Walliam clawed at the hand.

The crystal burned.

Not outward.

Inward.

Light burst through his veins, racing toward his chest.

His vision went white—

—and something answered.

Not from him.

Through him.

The air cracked like thunder inside the room.

A shockwave erupted outward.

Both Collectors were thrown back, smashing through walls in a rain of splinters.

Walliam collapsed, gasping.

The house groaned.

Mara grabbed him. "Get up!"

Outside, the night had changed.

The sky above the village rippled like disturbed water.
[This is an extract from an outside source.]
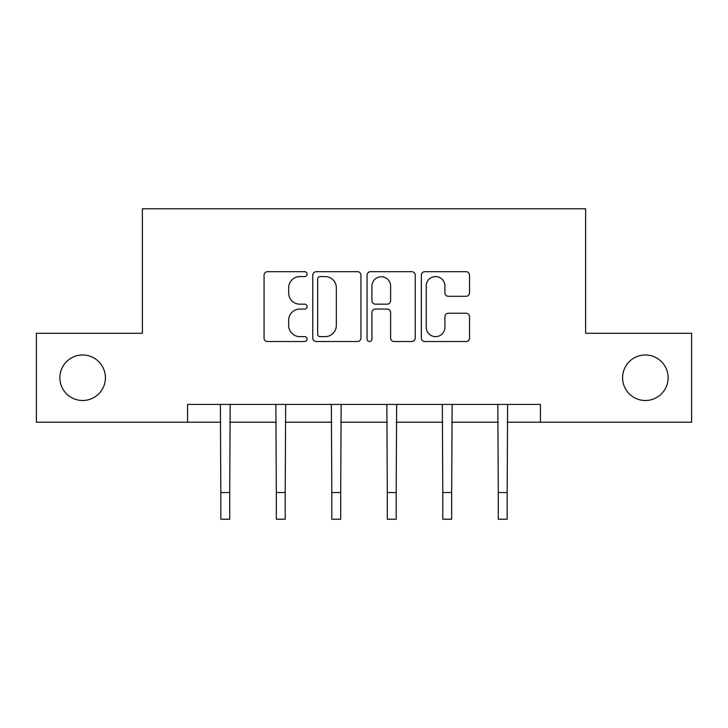 <?xml version="1.0" encoding="UTF-8"?>
<svg xmlns="http://www.w3.org/2000/svg" width="728" height="728" viewBox="0 0 728 728"><rect width="100%" height="100%" fill="white"/><g stroke="black" fill="none" stroke-linecap="round" stroke-linejoin="round"><path stroke-width="1.09" d="M307.089 274.137A2.448 2.448 0 0 0 304.65 271.69L267.549 271.69A3.494 3.494 0 0 0 264.055 275.184L264.055 338.029A3.494 3.494 0 0 0 267.549 341.523L304.65 341.523A2.448 2.448 0 0 0 307.089 339.075A2.448 2.448 0 0 0 304.65 336.636L299.845 336.636A11.175 11.175 0 0 1 288.67 325.462L288.67 320.22A11.175 11.175 0 0 1 299.845 309.054L304.65 309.054A2.448 2.448 0 0 0 307.089 306.606A2.448 2.448 0 0 0 304.65 304.168L299.845 304.168A11.175 11.175 0 0 1 288.67 292.993L288.67 287.751A11.175 11.175 0 0 1 299.845 276.585L304.65 276.585A2.448 2.448 0 0 0 307.089 274.137M622.595 377.75A22.768 22.768 0 0 0 645.363 400.509A22.768 22.768 0 0 0 668.122 377.75A22.768 22.768 0 0 0 645.363 354.982A22.768 22.768 0 0 0 622.595 377.75M59.878 377.75A22.768 22.768 0 0 0 82.637 400.509A22.768 22.768 0 0 0 105.405 377.75A22.768 22.768 0 0 0 82.637 354.982A22.768 22.768 0 0 0 59.878 377.75M466.038 296.305A3.494 3.494 0 0 0 469.533 292.82L469.533 275.184A3.494 3.494 0 0 0 466.038 271.69L424.843 271.69A3.494 3.494 0 0 0 421.348 275.184L421.348 338.029A3.494 3.494 0 0 0 424.843 341.523L466.038 341.523A3.494 3.494 0 0 0 469.533 338.029L469.533 316.735A3.494 3.494 0 0 0 466.038 313.24L448.403 313.24A3.494 3.494 0 0 0 444.917 316.735L444.917 327.291A9.337 9.337 0 0 1 435.572 336.636A9.337 9.337 0 0 1 426.235 327.291L426.235 285.922A9.337 9.337 0 0 1 435.572 276.585A9.337 9.337 0 0 1 444.917 285.922L444.917 292.82A3.494 3.494 0 0 0 448.403 296.305L466.038 296.305M187.569 422.213L36.4 422.213L36.4 333.288L142.397 333.288L142.397 208.79L585.603 208.79L585.603 333.288L691.6 333.288L691.6 422.213L540.431 422.213L540.431 404.422L187.569 404.422L187.569 422.213L220.83 422.213M360.942 275.184A3.494 3.494 0 0 0 357.457 271.69L316.252 271.69A3.494 3.494 0 0 0 312.767 275.184L312.767 338.029A3.494 3.494 0 0 0 316.252 341.523L357.457 341.523A3.494 3.494 0 0 0 360.942 338.029L360.942 275.184M370.543 271.69L411.748 271.69A3.494 3.494 0 0 1 415.233 275.184L415.233 338.029A3.494 3.494 0 0 1 411.748 341.523L394.112 341.523A3.494 3.494 0 0 1 390.627 338.029L390.627 312.539A3.494 3.494 0 0 0 387.132 309.054L375.439 309.054A3.494 3.494 0 0 0 371.944 312.539L371.944 339.075A2.448 2.448 0 0 1 369.496 341.523A2.448 2.448 0 0 1 367.058 339.075L367.058 275.184A3.494 3.494 0 0 1 370.543 271.69M229.72 422.213L276.322 422.213M285.212 422.213L331.813 422.213M340.704 422.213L387.296 422.213M396.187 422.213L442.788 422.213M451.679 422.213L498.28 422.213M507.17 422.213L540.431 422.213M320.093 276.585A2.448 2.448 0 0 0 317.654 279.024L317.654 334.188A2.448 2.448 0 0 0 320.093 336.636L325.161 336.636A11.175 11.175 0 0 0 336.327 325.462L336.327 287.751A11.175 11.175 0 0 0 325.161 276.585L320.093 276.585M390.627 286.095A9.337 9.337 0 0 0 381.281 276.758A9.337 9.337 0 0 0 371.944 286.095L371.944 300.673A3.494 3.494 0 0 0 375.439 304.168L387.132 304.168A3.494 3.494 0 0 0 390.627 300.673L390.627 286.095M220.384 404.422L220.83 492.528L229.72 492.528L230.175 404.422M220.83 492.528L220.83 519.21L229.72 519.21L229.72 492.528M275.866 404.422L276.322 492.528L285.212 492.528L285.667 404.422M276.322 492.528L276.322 519.21L285.212 519.21L285.212 492.528M331.358 404.422L331.813 492.528L340.704 492.528L341.15 404.422M331.813 492.528L331.813 519.21L340.704 519.21L340.704 492.528M386.85 404.422L387.296 492.528L396.187 492.528L396.642 404.422M387.296 492.528L387.296 519.21L396.187 519.21L396.187 492.528M442.333 404.422L442.788 492.528L451.679 492.528L452.134 404.422M442.788 492.528L442.788 519.21L451.679 519.21L451.679 492.528M497.825 404.422L498.28 492.528L507.17 492.528L507.616 404.422M498.28 492.528L498.28 519.21L507.17 519.21L507.17 492.528"/></g></svg>
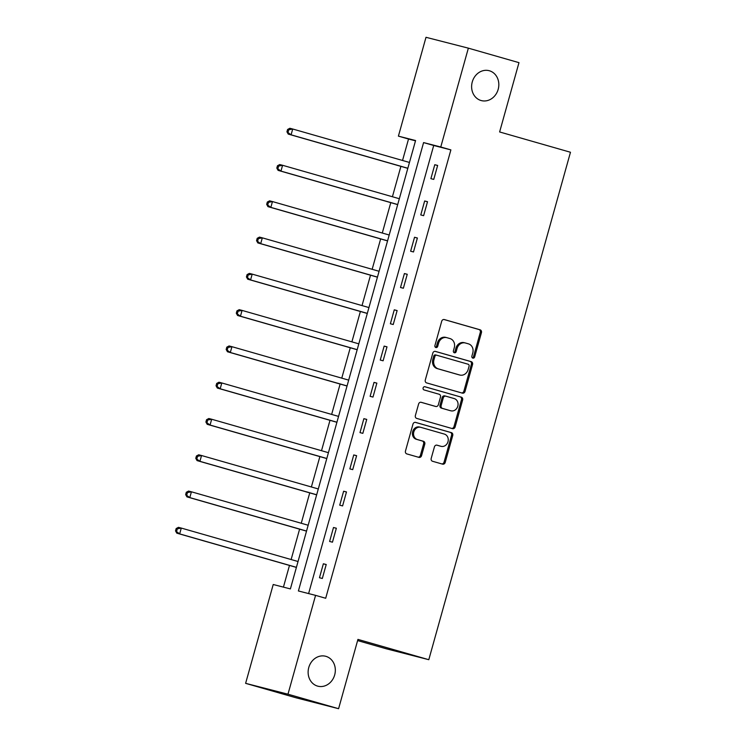 <?xml version="1.0" encoding="UTF-8"?>
<svg xmlns="http://www.w3.org/2000/svg" width="746" height="746" viewBox="0 0 746 746"><rect width="100%" height="100%" fill="white"/><g stroke="black" fill="none" stroke-linecap="round" stroke-linejoin="round"><path stroke-width="1.12" d="M472.833 358.117A1.66 1.445 104.4 0 0 474.67 356.914L481.44 332.66A2.369 2.07 104.4 0 0 480.098 329.807L444.327 319.558A2.369 2.07 104.4 0 0 441.697 321.274L434.927 345.529A1.66 1.445 104.4 0 0 437.706 346.33L438.583 343.188A7.581 6.611 104.4 0 1 446.826 337.658A7.581 6.611 104.4 0 1 446.985 337.705L449.969 338.563A7.581 6.611 104.4 0 1 454.286 347.683L453.409 350.825A1.66 1.445 104.4 0 0 456.188 351.618L457.065 348.485A7.581 6.611 104.4 0 1 465.308 342.955A7.581 6.611 104.4 0 1 465.467 343.001L468.451 343.85A7.581 6.611 104.4 0 1 472.768 352.979L471.892 356.122A1.66 1.445 104.4 0 0 472.833 358.117M472.33 357.838A1.66 1.445 104.4 0 0 473.524 356.616L480.303 332.371A2.369 2.07 104.4 0 0 478.951 329.518L443.982 319.502M435.366 347.244A1.66 1.445 104.4 0 0 436.569 346.032L437.445 342.89L438.583 343.188M453.848 352.541A1.66 1.445 104.4 0 0 455.051 351.329L455.918 348.186L457.065 348.485M325.881 656.331A15.452 13.475 104.4 0 0 325.564 656.247A15.452 13.475 104.4 0 0 308.723 667.689A15.452 13.475 104.4 0 0 317.572 686.106A15.452 13.475 104.4 0 0 317.889 686.189A15.452 13.475 104.4 0 0 334.73 674.748A15.452 13.475 104.4 0 0 325.881 656.331M489.376 70.758A15.452 13.475 104.4 0 0 489.059 70.674A15.452 13.475 104.4 0 0 472.218 82.107A15.452 13.475 104.4 0 0 481.067 100.523A15.452 13.475 104.4 0 0 481.384 100.607A15.452 13.475 104.4 0 0 498.225 89.166A15.452 13.475 104.4 0 0 489.376 70.758M431.197 458.417A2.369 2.07 104.4 0 0 432.549 461.27L442.583 464.143A2.369 2.07 104.4 0 0 445.213 462.436L452.729 435.496A2.369 2.07 104.4 0 0 451.386 432.643L415.615 422.395A2.369 2.07 104.4 0 0 412.986 424.11L405.47 451.05A2.369 2.07 104.4 0 0 406.812 453.904L418.935 457.373A2.369 2.07 104.4 0 0 421.565 455.657L424.782 444.131A2.369 2.07 104.4 0 0 423.43 441.278L417.424 439.553A6.341 5.53 104.4 0 1 413.788 431.999A6.341 5.53 104.4 0 1 420.697 427.309A6.341 5.53 104.4 0 1 420.828 427.346L444.383 434.088A6.341 5.53 104.4 0 1 448.01 441.641A6.341 5.53 104.4 0 1 441.1 446.341A6.341 5.53 104.4 0 1 440.97 446.304L437.044 445.175A2.369 2.07 104.4 0 0 434.424 446.891L431.197 458.417M468.357 48.154L518.974 62.655L499.624 131.958L570.476 152.259L428.801 659.697L357.94 639.397L338.591 708.7L287.975 694.2L245.62 683.345L273.223 584.51L290.39 588.911L415.578 140.537L398.411 136.136L426.003 37.3L468.357 48.154L440.765 146.999L423.588 142.589L298.4 590.963L315.577 595.364L287.975 694.2M315.577 595.364L325.694 598.264L450.882 149.89L440.765 146.999M462.408 393.151A2.369 2.07 104.4 0 0 465.028 391.436L472.554 364.505A2.369 2.07 104.4 0 0 471.202 361.651L435.431 351.403A2.369 2.07 104.4 0 0 432.811 353.119L425.285 380.059A2.369 2.07 104.4 0 0 426.637 382.903L462.408 393.151M462.641 399.996L455.125 426.936A2.369 2.07 104.4 0 1 452.496 428.652L416.725 418.403A2.369 2.07 104.4 0 1 415.373 415.55L418.599 404.024A2.369 2.07 104.4 0 1 421.22 402.308L435.729 406.467A2.369 2.07 104.4 0 0 438.35 404.752L440.485 397.105A2.369 2.07 104.4 0 0 439.133 394.252L424.036 389.925A1.66 1.445 104.4 0 1 424.922 386.726L461.289 397.152A2.369 2.07 104.4 0 1 462.641 399.996L461.494 399.707L453.978 426.647L455.125 426.936M357.614 640.581L386.447 648.833L428.801 659.697M450.882 149.89L433.715 145.489L308.602 593.583M434.787 164.707L430.89 178.658L433.752 179.394L437.65 165.444L434.787 164.707L437.632 165.519M424.66 200.991L420.763 214.941L423.625 215.678L427.523 201.718L424.66 200.991L427.495 201.802M414.534 237.265L410.636 251.215L413.498 251.952L417.387 238.002L414.534 237.265L417.368 238.077M404.397 273.549L400.509 287.499L403.362 288.236L407.26 274.276L404.397 273.549L407.241 274.36M394.27 309.823L390.372 323.773L393.235 324.51L397.133 310.56L394.27 309.823L397.114 310.634M384.143 346.107L380.246 360.057L383.108 360.794L387.006 346.834L384.143 346.107L386.978 346.918M374.016 382.381L370.119 396.331L372.981 397.068L376.87 383.118L374.016 382.381L376.851 383.192M363.88 418.665L359.992 432.615L362.845 433.351L366.743 419.392L363.88 418.665L366.724 419.476M353.753 454.939L349.855 468.889L352.718 469.626L356.616 455.675L353.753 454.939L356.597 455.75M343.626 491.222L339.728 505.173L342.591 505.909L346.489 491.95L343.626 491.222L346.461 492.034M333.499 527.497L329.601 541.447L332.464 542.183L336.353 528.233L333.499 527.497L336.334 528.308M323.363 563.78L319.475 577.73L322.328 578.467L326.226 564.508L323.363 563.78L326.207 564.591M415.494 140.826L408.528 139.036L402.542 160.474M400.9 166.367L392.415 196.748M390.773 202.642L382.288 233.032M380.637 238.925L372.161 269.306M370.51 275.199L362.024 305.59M360.383 311.483L351.898 341.864M350.256 347.757L341.771 378.147M340.12 384.041L331.644 414.422M329.993 420.315L321.507 450.705M319.866 456.599L311.38 486.979M309.739 492.873L301.253 523.263M299.603 529.156L291.126 559.537M289.476 565.431L283.424 587.121M338.591 708.7L296.237 697.846L245.62 683.345M408.528 139.036L398.411 136.136M433.715 145.489L423.588 142.589M464.32 342.703A7.581 6.611 104.4 0 0 464.161 342.666A7.581 6.611 104.4 0 0 455.918 348.186M445.838 337.406A7.581 6.611 104.4 0 0 445.688 337.369A7.581 6.611 104.4 0 0 437.445 342.89M461.606 392.928A2.369 2.07 104.4 0 0 463.891 391.146L471.407 364.207A2.369 2.07 104.4 0 0 470.055 361.362L435.095 351.347M469.066 366.221A1.66 1.445 104.4 0 0 468.124 364.225L436.727 355.227A1.66 1.445 104.4 0 0 434.89 356.429L433.967 359.74A7.581 6.611 104.4 0 0 438.284 368.86L459.75 375.014A7.581 6.611 104.4 0 0 459.9 375.051A7.581 6.611 104.4 0 0 468.143 369.531L469.066 366.221M436.662 355.208L435.58 354.937A1.66 1.445 104.4 0 0 433.743 356.131L434.89 356.429M458.911 374.8A7.581 6.611 104.4 0 1 458.762 374.762A7.581 6.611 104.4 0 1 458.603 374.716L437.137 368.571A7.581 6.611 104.4 0 1 432.82 359.441L433.743 356.131M451.694 428.418A2.369 2.07 104.4 0 0 453.978 426.647M420.884 402.243L434.582 406.169A2.369 2.07 104.4 0 0 434.676 406.197M424.642 386.68L461.289 397.152M450.78 410.776A6.341 5.53 104.4 0 0 450.91 410.813A6.341 5.53 104.4 0 0 457.82 406.122A6.341 5.53 104.4 0 0 454.193 398.569L445.894 396.191A2.369 2.07 104.4 0 0 443.273 397.898L441.138 405.554A2.369 2.07 104.4 0 0 442.481 408.398L449.633 410.486A6.341 5.53 104.4 0 0 449.763 410.524A6.341 5.53 104.4 0 0 449.894 410.552M445.791 396.163L444.747 395.893A2.369 2.07 104.4 0 0 442.126 397.609L443.273 397.898M449.633 410.486L441.343 408.109A2.369 2.07 104.4 0 1 439.991 405.255L442.126 397.609M461.494 399.707A2.369 2.07 104.4 0 0 460.151 396.853M440.084 446.08A6.341 5.53 104.4 0 1 439.954 446.043A6.341 5.53 104.4 0 1 439.823 446.005L436.708 445.11M420.567 427.281L419.681 427.048A6.341 5.53 104.4 0 0 419.55 427.02A6.341 5.53 104.4 0 0 412.641 431.71A6.341 5.53 104.4 0 0 416.277 439.263L417.424 439.553M418.133 457.139A2.369 2.07 104.4 0 0 420.418 455.368L423.635 443.833A2.369 2.07 104.4 0 0 422.283 440.989L416.277 439.263M441.781 463.919A2.369 2.07 104.4 0 0 444.066 462.138L451.591 435.207A2.369 2.07 104.4 0 0 450.239 432.354L415.27 422.339M409.461 162.451L292.712 129.011L291.089 134.821L288.226 134.084L407.81 168.344M288.087 132.107L288.739 129.776L287.592 129.487L286.94 131.809L291.089 134.821L407.838 168.26M287.592 129.487L289.849 128.275L292.712 129.011L288.739 129.776M288.226 134.084L286.94 131.809M399.334 198.725L282.585 165.286L280.962 171.104L278.099 170.368L397.683 204.618M277.96 168.382L278.603 166.06L277.465 165.761L276.813 168.092L280.962 171.104L397.711 204.544M277.465 165.761L279.722 164.549L282.585 165.286L278.603 166.06M278.099 170.368L276.813 168.092M389.198 235.009L272.458 201.569L270.835 207.379L267.973 206.642L387.556 240.902M267.833 204.665L268.476 202.334L267.329 202.045L266.686 204.367L270.835 207.379L387.575 240.818M267.329 202.045L269.595 200.833L272.458 201.569L268.476 202.334M267.973 206.642L266.686 204.367M379.071 271.283L262.322 237.843L260.699 243.662L257.836 242.926L377.429 277.176M257.696 240.939L258.349 238.617L257.202 238.319L256.559 240.65L260.699 243.662L377.448 277.102M257.202 238.319L259.468 237.107L262.322 237.843L258.349 238.617M257.836 242.926L256.559 240.65M368.944 307.566L252.195 274.127L250.572 279.936L247.709 279.2L367.293 313.46M247.569 277.223L248.222 274.892L247.075 274.603L246.422 276.925L250.572 279.936L367.321 313.376M247.075 274.603L249.332 273.39L252.195 274.127L248.222 274.892M247.709 279.2L246.422 276.925M358.817 343.841L242.068 310.401L240.445 316.22L237.582 315.483L357.166 349.734M237.442 313.497L238.086 311.175L236.948 310.877L236.296 313.208L240.445 316.22L357.194 349.66M236.948 310.877L239.205 309.665L242.068 310.401L238.086 311.175M237.582 315.483L236.296 313.208M348.68 380.124L231.941 346.685L230.318 352.494L227.455 351.758L347.039 386.018M227.316 349.781L227.959 347.45L226.812 347.16L226.169 349.482L230.318 352.494L347.058 385.934M226.812 347.16L229.078 345.948L231.941 346.685L227.959 347.45M227.455 351.758L226.169 349.482M338.553 416.399L221.804 382.959L220.182 388.778L217.319 388.041L336.912 422.292M217.179 386.055L217.832 383.733L216.685 383.435L216.042 385.766L220.182 388.778L336.931 422.217M216.685 383.435L218.951 382.222L221.804 382.959L217.832 383.733M217.319 388.041L216.042 385.766M328.426 452.682L211.678 419.243L210.055 425.052L207.192 424.315L326.776 458.576M207.052 422.339L207.705 420.007L206.558 419.718L205.905 422.04L210.055 425.052L326.804 458.492M206.558 419.718L208.815 418.506L211.678 419.243L207.705 420.007M207.192 424.315L205.905 422.04M318.3 488.956L201.551 455.517L199.928 461.336L197.065 460.599L316.649 494.85M196.925 458.613L197.569 456.291L196.431 455.993L195.778 458.324L199.928 461.336L316.677 494.775M196.431 455.993L198.688 454.78L201.551 455.517L197.569 456.291M197.065 460.599L195.778 458.324M308.163 525.24L191.424 491.8L189.801 497.61L186.938 496.873L306.522 531.133M186.798 494.896L187.442 492.565L186.295 492.276L185.651 494.598L189.801 497.61L306.541 531.049M186.295 492.276L188.561 491.064L191.424 491.8L187.442 492.565M186.938 496.873L185.651 494.598M298.036 561.514L181.287 528.075L179.665 533.894L176.802 533.157L296.395 567.408M176.662 531.171L177.315 528.849L176.168 528.55L175.524 530.882L179.665 533.894L296.414 567.333M176.168 528.55L178.434 527.338L181.287 528.075L177.315 528.849M176.802 533.157L175.524 530.882M473.524 356.616L474.67 356.914M436.569 346.032L437.706 346.33M455.051 351.329L456.188 351.618M478.951 329.518L480.098 329.807M480.303 332.371L481.44 332.66M470.055 361.362L471.202 361.651M471.407 364.207L472.554 364.505M463.891 391.146L465.028 391.436M432.82 359.441L433.967 359.74M437.137 368.571L438.284 368.86M458.603 374.716L459.75 375.014M434.582 406.169L435.729 406.467M439.991 405.255L441.138 405.554M441.343 408.109L442.481 408.398M439.823 446.005L440.97 446.304M422.283 440.989L423.43 441.278M423.635 443.833L424.782 444.131M420.418 455.368L421.565 455.657M450.239 432.354L451.386 432.643M451.591 435.207L452.729 435.496M444.066 462.138L445.213 462.436M464.161 342.666L465.308 342.955M445.688 337.369L446.826 337.658M435.552 354.928L436.69 355.217M458.762 374.762L459.9 375.051M434.629 406.188L435.776 406.477M449.763 410.524L450.91 410.813M444.7 395.884L445.847 396.173M439.954 446.043L441.1 446.341M419.55 427.02L420.697 427.309"/></g></svg>

Thin lines of light spread from a central point directly overhead — branching, multiplying.

A fracture.

But not like before.

This one wasn't closing.

Wind roared downward from the sky itself.

Villagers screamed as loose objects lifted from the ground, pulled upward.

"No," Mara breathed. "Too soon."

The crystal under Walliam's shirt pulsed wildly now — matching the spreading lights above.

"It's reacting to you," Lysa said, terror in her voice.

"No," Mara corrected. "It's responding to what woke when he bonded."

A shape moved within the widening crack overhead.

Vast.

Distant.

Watching.

More Collectors stepped from the shadows between houses — drawn, silent, converging.

"They opened the way," Mara said. "They signaled."

"For what?" Walliam asked.

She looked at him with grief in her eyes.

"For the world beyond ours to notice."

The ground trembled.

From the forest edge came that same glass-breaking sound as the sky tear widened.

A beam of pale light speared down, striking the crater where the shard had fallen.

The earth lifted.

Not breaking.

Rising.

Stone tore free, ascending toward the fracture like metal to a magnet.

Walliam felt the pull in his bones.

In his blood.

The crystal flared brighter than ever before.

The Collectors stopped advancing.

They knelt.

Not to him.

To the sky.

The vast shape beyond the fracture shifted.

An outline like a crown of broken stars.

A presence that made the air feel small.

Walliam's pulse slowed.

Deepened.

Matched it.

"No," Mara whispered. "Don't listen."

But it wasn't a voice.

It was gravity.

Calling its pieces home.

Walliam took one step forward.

Light crawled over his skin in branching lines.

The fracture above widened—

—and the world, for the first time in centuries, answered the call of the Heart.